Wednesday, May 7, 2014

Setting up python virtualenv without sudo

Setup virtualenv and packages locally without sudo/root

I wanted to create a deployable package into production machines in which I neither have root access nor sudo and also they are firewalled so something simple such as getting pip installation etc is not going to work since the ports are blocked outwards as well.

I usually have ssh and scp access to the machine so I can place files on the server but anything else is pretty locked down.

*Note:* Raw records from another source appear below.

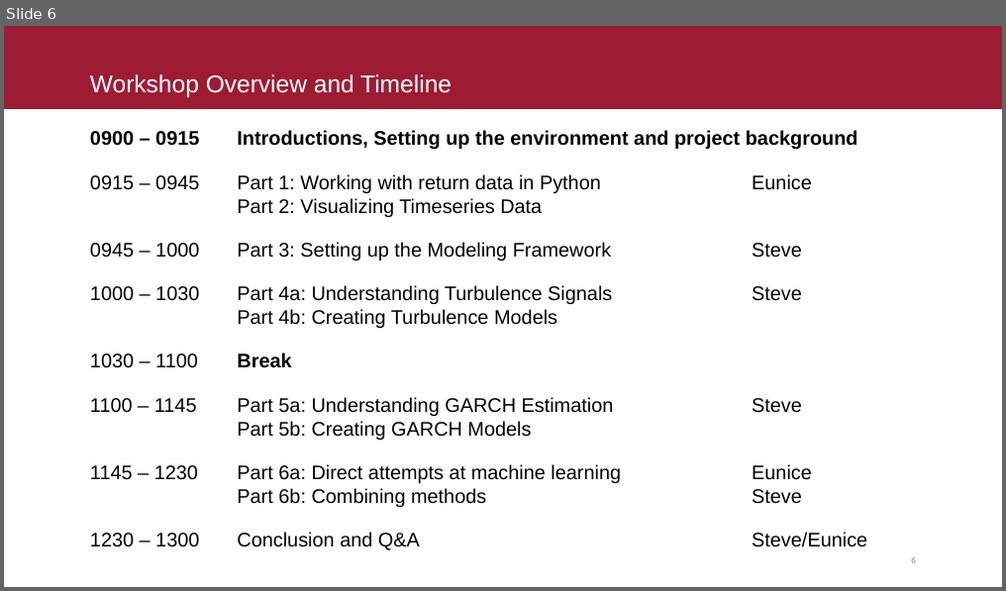
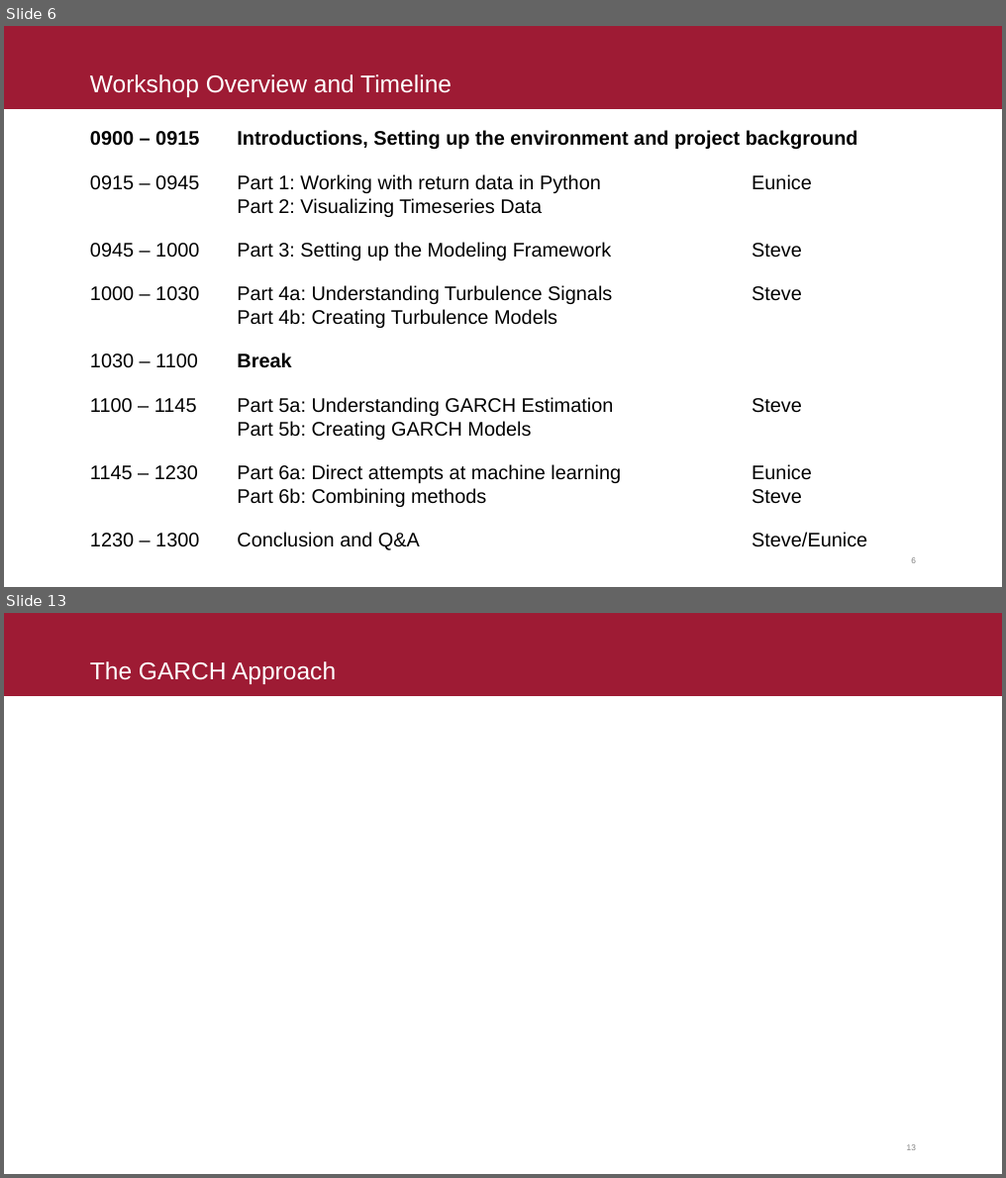
Before and after one commit to fintechsteve/modeling-volatility, a slide deck: Presentation/ODSC Modeling Volatility - Lawrence Hameyie-Sanon.pptx. Shown one above the other, each under a label of ours: slide 6 before the commit, slides 6 and 13 after it; the slides between them are not shown. The pictures are 1006x591 and 1006x1178 pixels, drawn with LibreOffice and Linux fonts; fonts in the diff are those of the drawing; grey boxes stand for pictures. Boxes give left, top, right and bottom in pixels: in the first picture for what was removed or moved away, otherwise in the second. Text is boxed around its words. In the diff, an @@ line names an element or a change of style, - is before the commit and + after.

```diff
--- a/Presentation/ODSC Modeling Volatility - Lawrence Hameyie-Sanon.pptx
+++ b/Presentation/ODSC Modeling Volatility - Lawrence Hameyie-Sanon.pptx
@@ slide 13 added at box(4, 613, 1002, 1174), background #FFFFFF; not listed: 2 template elements that a slide beside it also shows @@
@@ title added at box(90, 662, 336, 684), 26.5 pt, text #FFFFFF @@
+The GARCH Approach
```
Also in this commit, not shown: 18 other slides added.

So after some web research, I came across the following which helped with scripting a solution:
Couple of notes:
  • At the end of this setup, it would have installed a virtualenv with the tools that were packaged in the setup script's directory.
  • We will have the use of pip to make it easier for subsequent installs.
  • However, pip may or may not work to download packages if the system is constrained (with either network firewalling or automatic proxies - I could not figure a way past auto proxies).
  • You have to provide any required packages as well as provide correct versions of packages.
  • This will be a fully isolated setup.
Steps:
  1. Get virtualenv.py from : https://raw.github.com/pypa/virtualenv/master/virtualenv.py 
  2. Get pip from: https://pypi.python.org/pypi/pip#downloads
  3. Get setuptools from https://pypi.python.org/pypi/setuptools, the download is towards the bottom (clicking on download button didn't work for me).
    https://pypi.python.org/packages/source/s/setuptools/setuptools-17.1.1.zip
  4. Get additional packages as tar.gz format from pypi etc. and place them into pypackage directory
  5. Setup the virtual env: (setting up to homedir/myenv shown below)
  6. python $SCRIPTDIR/virtualenv.py --no-setuptools ~/myenv
    
  7. Activate this environment (note the leading 'dot' is required with space following)
  8. . ~/myenv/bin/activate
    
  9. Unpack the pip to some folder (not the virtual env folder):
  10. tar xvzf pip-7.0.3.tar.gz
    
  11. Unpack the setuptools directory:
  12. unzip setuptools-17.1.1.zip
  13. cd to the unpacked directory and setup pip into virtual env:
    cd setuptools-17.1.1
    python setup.py build
    python setup.py install
  14. cd to the unpacked directory and setup pip into virtual env:
  15. cd pip-7.0.3
    python setup.py build
    python setup.py install
    
From this point forward, once you activate the environment, you can run pip on a locally downloaded tar.gz file as:
pip install <path to tar.gz>
And it will install into the virtual environment.